EXERCISE -
Exactly the lines starting at the line containing "Before and after" and ending at the line containing "Also in this" are to be written out from the listing below, both included.

EXCERPTED RECORDS -
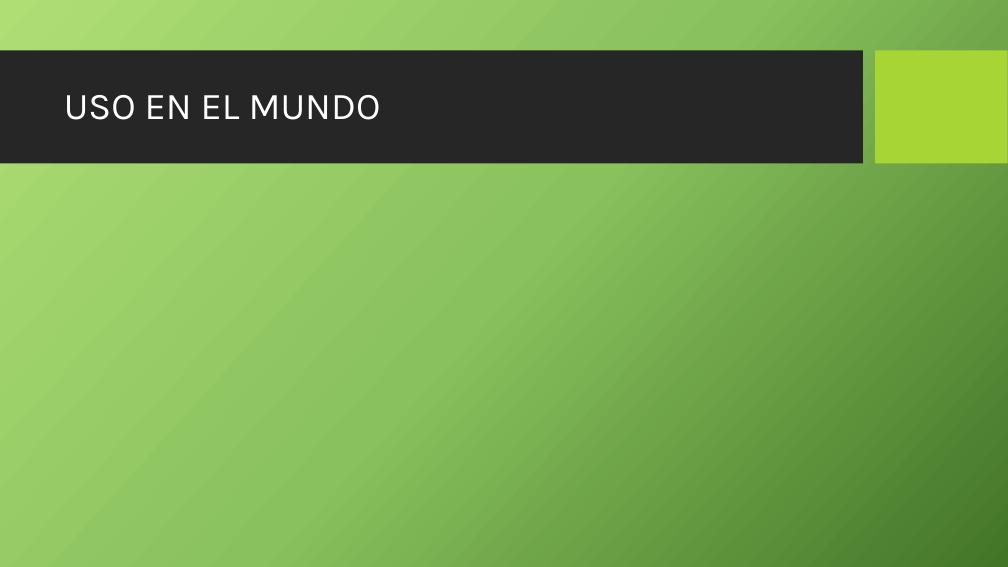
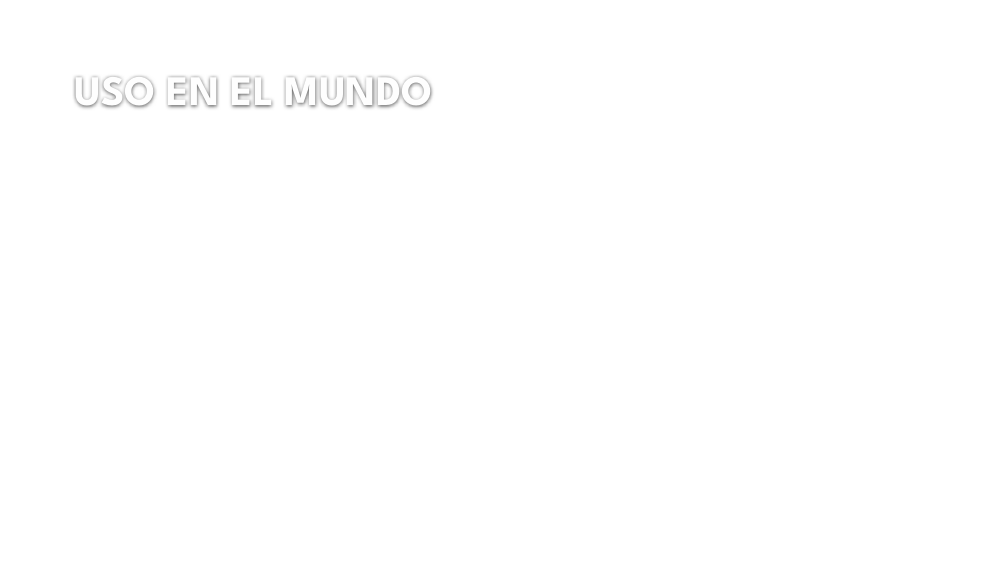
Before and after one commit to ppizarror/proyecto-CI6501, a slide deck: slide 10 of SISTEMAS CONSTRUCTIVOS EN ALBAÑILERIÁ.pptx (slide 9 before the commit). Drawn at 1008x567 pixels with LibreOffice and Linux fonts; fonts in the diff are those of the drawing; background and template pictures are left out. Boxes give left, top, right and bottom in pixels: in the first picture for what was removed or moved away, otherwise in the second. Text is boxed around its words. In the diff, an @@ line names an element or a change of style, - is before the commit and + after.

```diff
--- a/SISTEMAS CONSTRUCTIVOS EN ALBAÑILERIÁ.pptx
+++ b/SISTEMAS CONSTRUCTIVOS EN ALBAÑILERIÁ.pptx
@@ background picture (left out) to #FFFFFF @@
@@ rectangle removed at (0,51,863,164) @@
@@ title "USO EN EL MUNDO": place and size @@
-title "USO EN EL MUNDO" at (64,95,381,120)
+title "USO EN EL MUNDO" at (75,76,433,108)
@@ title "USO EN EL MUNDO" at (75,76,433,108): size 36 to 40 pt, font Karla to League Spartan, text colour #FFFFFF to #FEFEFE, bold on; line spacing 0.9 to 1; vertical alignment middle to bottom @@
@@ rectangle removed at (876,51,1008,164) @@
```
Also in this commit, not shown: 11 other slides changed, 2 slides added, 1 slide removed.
---
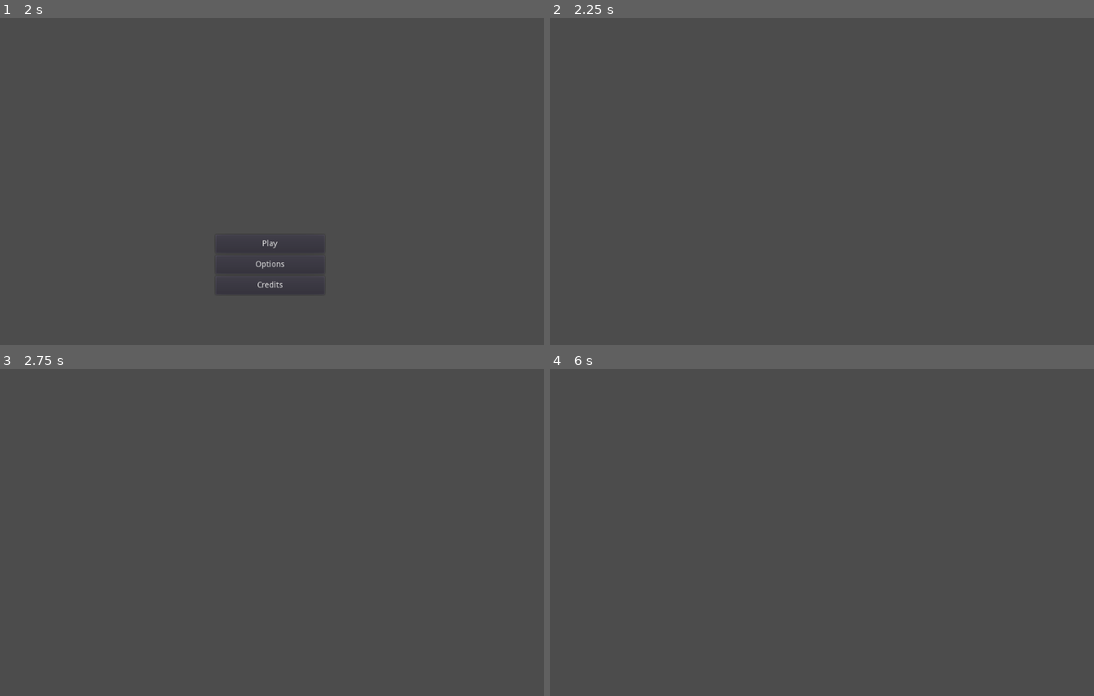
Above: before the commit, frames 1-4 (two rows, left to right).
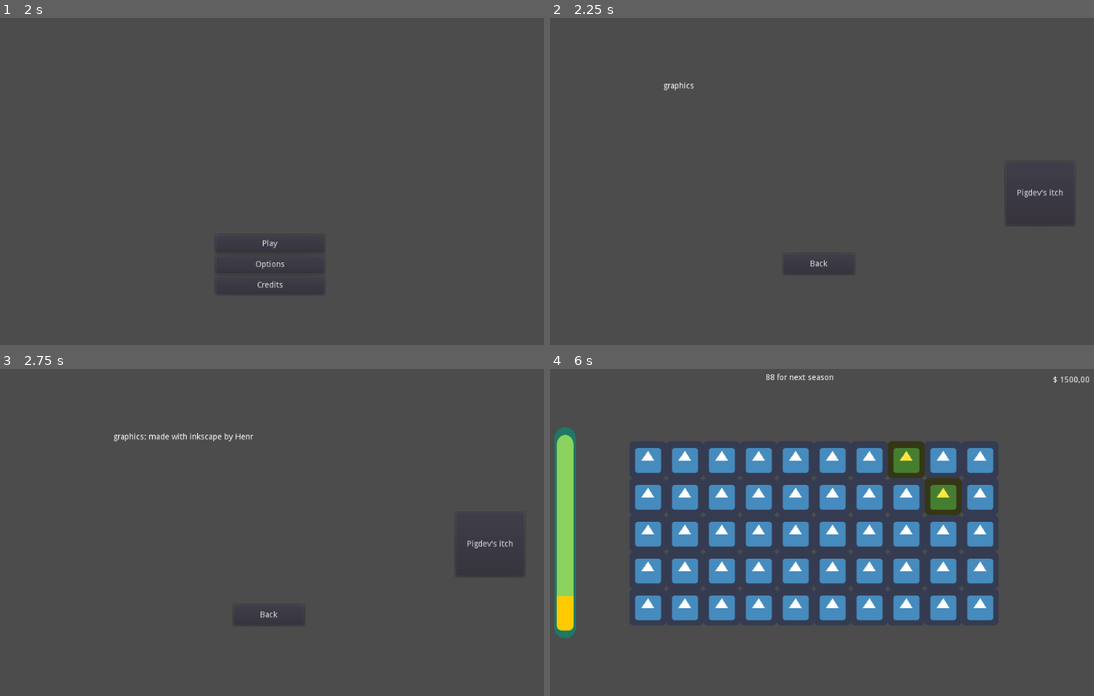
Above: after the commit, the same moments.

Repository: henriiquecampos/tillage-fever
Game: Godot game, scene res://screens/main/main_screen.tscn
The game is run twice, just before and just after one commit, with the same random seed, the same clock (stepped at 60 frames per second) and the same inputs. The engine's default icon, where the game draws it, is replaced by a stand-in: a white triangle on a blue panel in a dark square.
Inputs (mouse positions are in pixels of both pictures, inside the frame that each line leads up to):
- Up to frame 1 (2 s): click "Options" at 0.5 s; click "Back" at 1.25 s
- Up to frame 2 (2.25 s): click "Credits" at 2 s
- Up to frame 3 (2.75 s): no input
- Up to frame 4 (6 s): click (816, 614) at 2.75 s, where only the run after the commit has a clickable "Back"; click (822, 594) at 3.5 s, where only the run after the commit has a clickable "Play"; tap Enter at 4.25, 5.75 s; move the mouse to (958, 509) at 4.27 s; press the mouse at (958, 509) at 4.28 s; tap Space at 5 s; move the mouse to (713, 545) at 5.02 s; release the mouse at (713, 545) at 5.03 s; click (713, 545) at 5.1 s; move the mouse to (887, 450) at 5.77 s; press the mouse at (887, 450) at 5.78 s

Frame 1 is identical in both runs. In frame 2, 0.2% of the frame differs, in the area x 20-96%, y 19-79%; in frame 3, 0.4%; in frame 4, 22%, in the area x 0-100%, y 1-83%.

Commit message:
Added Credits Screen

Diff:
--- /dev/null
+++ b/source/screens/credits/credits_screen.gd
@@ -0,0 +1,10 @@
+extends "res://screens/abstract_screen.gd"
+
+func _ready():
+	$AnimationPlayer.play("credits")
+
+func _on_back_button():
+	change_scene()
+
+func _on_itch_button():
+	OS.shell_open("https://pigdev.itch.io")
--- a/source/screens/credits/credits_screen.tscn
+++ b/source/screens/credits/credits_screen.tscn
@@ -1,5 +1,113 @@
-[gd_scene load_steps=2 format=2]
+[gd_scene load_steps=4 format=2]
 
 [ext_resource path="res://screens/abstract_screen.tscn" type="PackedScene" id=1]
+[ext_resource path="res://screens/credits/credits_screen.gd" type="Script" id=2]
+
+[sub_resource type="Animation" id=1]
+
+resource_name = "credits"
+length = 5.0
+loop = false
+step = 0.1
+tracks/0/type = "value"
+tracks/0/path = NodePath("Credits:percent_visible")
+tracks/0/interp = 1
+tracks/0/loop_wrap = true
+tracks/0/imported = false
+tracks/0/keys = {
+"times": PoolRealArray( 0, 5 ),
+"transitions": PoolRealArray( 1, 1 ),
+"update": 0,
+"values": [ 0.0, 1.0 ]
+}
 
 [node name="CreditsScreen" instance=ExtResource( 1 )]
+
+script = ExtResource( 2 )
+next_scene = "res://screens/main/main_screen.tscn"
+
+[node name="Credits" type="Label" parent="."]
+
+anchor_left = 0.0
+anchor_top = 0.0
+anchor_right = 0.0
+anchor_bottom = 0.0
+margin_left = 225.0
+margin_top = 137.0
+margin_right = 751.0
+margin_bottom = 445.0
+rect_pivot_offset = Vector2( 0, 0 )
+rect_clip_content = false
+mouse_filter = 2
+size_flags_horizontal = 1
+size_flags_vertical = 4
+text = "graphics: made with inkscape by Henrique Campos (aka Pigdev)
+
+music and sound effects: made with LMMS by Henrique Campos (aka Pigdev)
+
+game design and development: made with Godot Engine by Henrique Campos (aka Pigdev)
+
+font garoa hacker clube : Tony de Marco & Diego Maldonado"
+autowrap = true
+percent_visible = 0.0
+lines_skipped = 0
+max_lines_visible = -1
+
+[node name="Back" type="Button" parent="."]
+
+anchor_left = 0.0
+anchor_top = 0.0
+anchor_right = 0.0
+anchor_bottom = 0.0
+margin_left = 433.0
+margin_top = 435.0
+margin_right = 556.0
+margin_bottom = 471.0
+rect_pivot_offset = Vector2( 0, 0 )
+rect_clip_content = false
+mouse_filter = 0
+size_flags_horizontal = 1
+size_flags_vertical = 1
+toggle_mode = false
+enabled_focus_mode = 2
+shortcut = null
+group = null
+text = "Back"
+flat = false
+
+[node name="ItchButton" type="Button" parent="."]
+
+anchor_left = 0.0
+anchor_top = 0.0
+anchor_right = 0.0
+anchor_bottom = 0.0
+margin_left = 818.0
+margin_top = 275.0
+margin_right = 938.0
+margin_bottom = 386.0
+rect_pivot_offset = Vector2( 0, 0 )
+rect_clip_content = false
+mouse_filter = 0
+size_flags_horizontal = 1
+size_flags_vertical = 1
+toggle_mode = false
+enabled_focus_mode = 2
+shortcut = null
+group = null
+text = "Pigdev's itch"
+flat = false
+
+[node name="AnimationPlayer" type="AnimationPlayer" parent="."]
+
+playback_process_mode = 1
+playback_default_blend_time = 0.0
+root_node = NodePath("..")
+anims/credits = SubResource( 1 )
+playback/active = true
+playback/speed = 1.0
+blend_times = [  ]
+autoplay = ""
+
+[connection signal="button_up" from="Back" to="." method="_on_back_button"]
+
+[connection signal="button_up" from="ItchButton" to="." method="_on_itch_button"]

SOLUTION TO THE PROBLEM -
Before and after one commit to ppizarror/proyecto-CI6501, a slide deck: slide 10 of SISTEMAS CONSTRUCTIVOS EN ALBAÑILERIÁ.pptx (slide 9 before the commit). Drawn at 1008x567 pixels with LibreOffice and Linux fonts; fonts in the diff are those of the drawing; background and template pictures are left out. Boxes give left, top, right and bottom in pixels: in the first picture for what was removed or moved away, otherwise in the second. Text is boxed around its words. In the diff, an @@ line names an element or a change of style, - is before the commit and + after.

```diff
--- a/SISTEMAS CONSTRUCTIVOS EN ALBAÑILERIÁ.pptx
+++ b/SISTEMAS CONSTRUCTIVOS EN ALBAÑILERIÁ.pptx
@@ background picture (left out) to #FFFFFF @@
@@ rectangle removed at (0,51,863,164) @@
@@ title "USO EN EL MUNDO": place and size @@
-title "USO EN EL MUNDO" at (64,95,381,120)
+title "USO EN EL MUNDO" at (75,76,433,108)
@@ title "USO EN EL MUNDO" at (75,76,433,108): size 36 to 40 pt, font Karla to League Spartan, text colour #FFFFFF to #FEFEFE, bold on; line spacing 0.9 to 1; vertical alignment middle to bottom @@
@@ rectangle removed at (876,51,1008,164) @@
```
Also in this commit, not shown: 11 other slides changed, 2 slides added, 1 slide removed.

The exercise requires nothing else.